Seneca, from “On the Shortness of Life”


Those who forget the past, neglect the present, and fear the future live brief and troubled lives. When they reach the end of it, the poor wretches see too late how long they bothered about doing nothing. Just because they talk about death does not mean they have lived long lives.
Foolishly they fall victim to shifting emotions that rush them straight into the very things they most dread. Often they wish for death exactly because they fear it.

A long life isn’t about feeling that the days are long or that the hours are passing slowly waiting for the next meal. Whenever their entertainments begin to bore them, they are restless and have nothing to do. They have no idea how to use their leisure time. So, they look for something else to occupy them, and find all that time that goes into searching tiresome, just like waiting for a show or a big event. They hate waiting and all their pleasures feel as if they happen too fast.

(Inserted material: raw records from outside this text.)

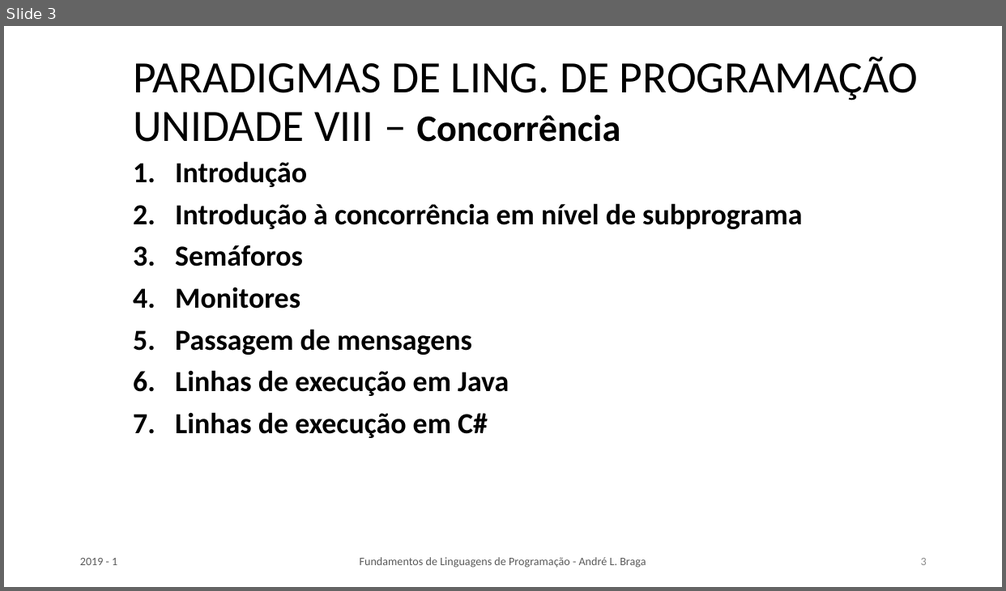
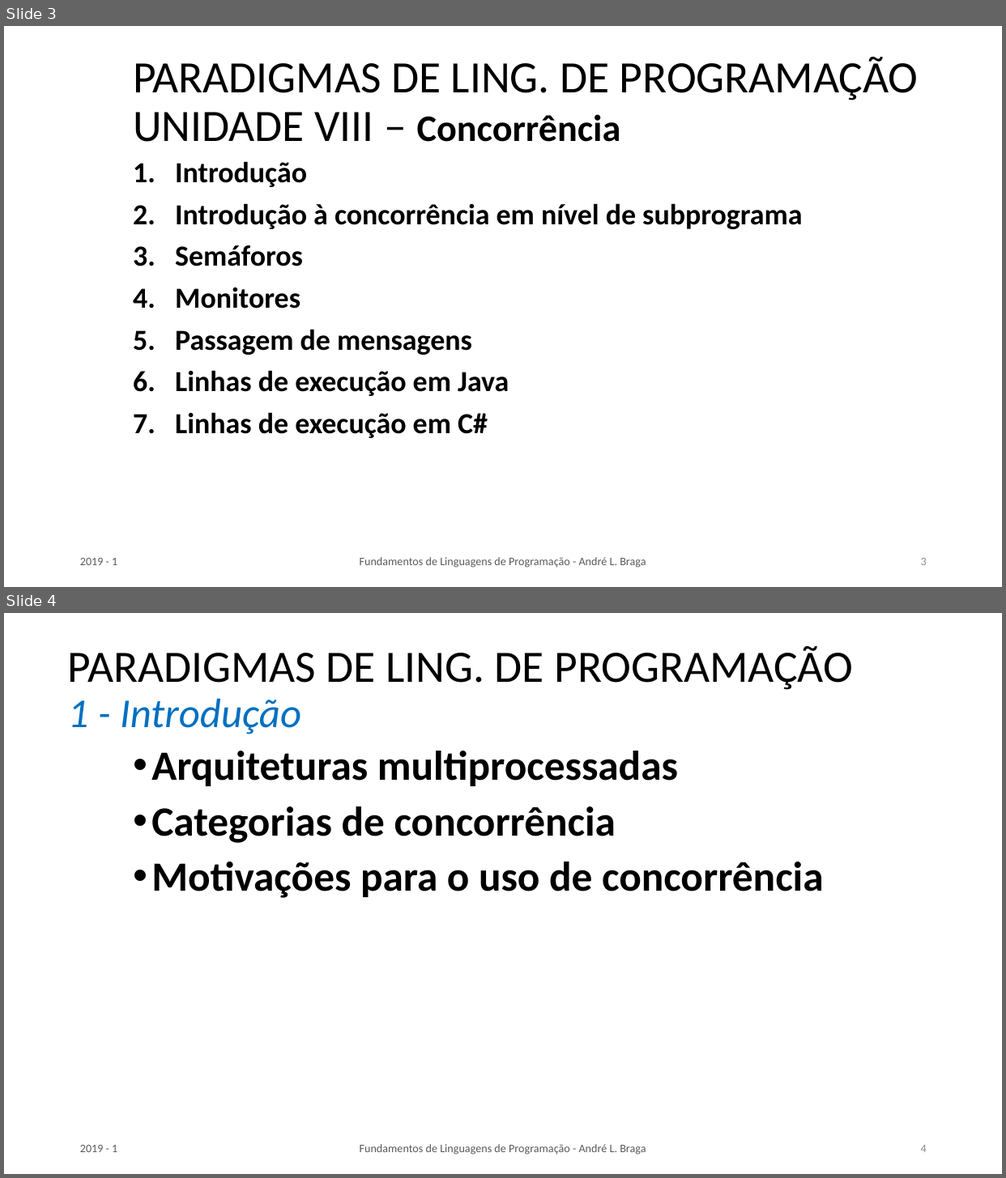
Before and after one commit to LeoCaronezi/CURSOS, a slide deck: CCT0686_PARADIGMAS_DE_LINGUAGENS_DE_PROGRAMACAO/CCT0656_PARADIGMAS_L_PROGI_Aula_07 - PA13_PA14.pptx. Shown one above the other, each under a label of ours: slide 3 before the commit, slides 3 and 4 after it. The pictures are 1006x591 and 1006x1178 pixels, drawn with LibreOffice and Linux fonts; fonts in the diff are those of the drawing. Boxes give left, top, right and bottom in pixels: in the first picture for what was removed or moved away, otherwise in the second. Text is boxed around its words. In the diff, an @@ line names an element or a change of style, - is before the commit and + after.

```diff
--- a/CCT0686_PARADIGMAS_DE_LINGUAGENS_DE_PROGRAMACAO/CCT0656_PARADIGMAS_L_PROGI_Aula_07 - PA13_PA14.pptx
+++ b/CCT0686_PARADIGMAS_DE_LINGUAGENS_DE_PROGRAMACAO/CCT0656_PARADIGMAS_L_PROGI_Aula_07 - PA13_PA14.pptx
@@ slide 4 added at box(4, 613, 1002, 1174), background #FFFFFF @@
@@ title added at box(68, 646, 854, 735), 43.2 pt, text #000000 @@
+PARADIGMAS DE LING. DE PROGRAMAÇÃO
+1 - Introdução
@@ text added at box(151, 751, 824, 898), 40 pt, text #000000, bold @@
+• Arquiteturas multiprocessadas
+• Categorias de concorrência
+• Motivações para o uso de concorrência
@@ text added at box(80, 1145, 117, 1152), 11 pt, text #595959 @@
+2019 - 1
@@ text added at box(360, 1144, 646, 1155), 11 pt, text #595959 @@
+Fundamentos de Linguagens de Programação - André L. Braga
@@ page number added at box(921, 1145, 927, 1152), 11 pt, text #8C8C8C @@
+4
```
Also in this commit, not shown: 6 other slides added, 7 other files.

But this feeling of fleeting time is all their fault—it is they who are fleeing, from one instant gratification to another. They don’t stay focused on one thing. So, their days are not full, but tiresome. Yet how brief seem the nights filled with sex and wine. This is what led the poets to claim that Jupiter doubled the length of the night so he could find more pleasures. (We increase our vices by saying that the gods sponsor them.) Nights that we pay so dearly for cannot but feel short.

They lose the day while waiting for the night, and the night while fearing the dawn.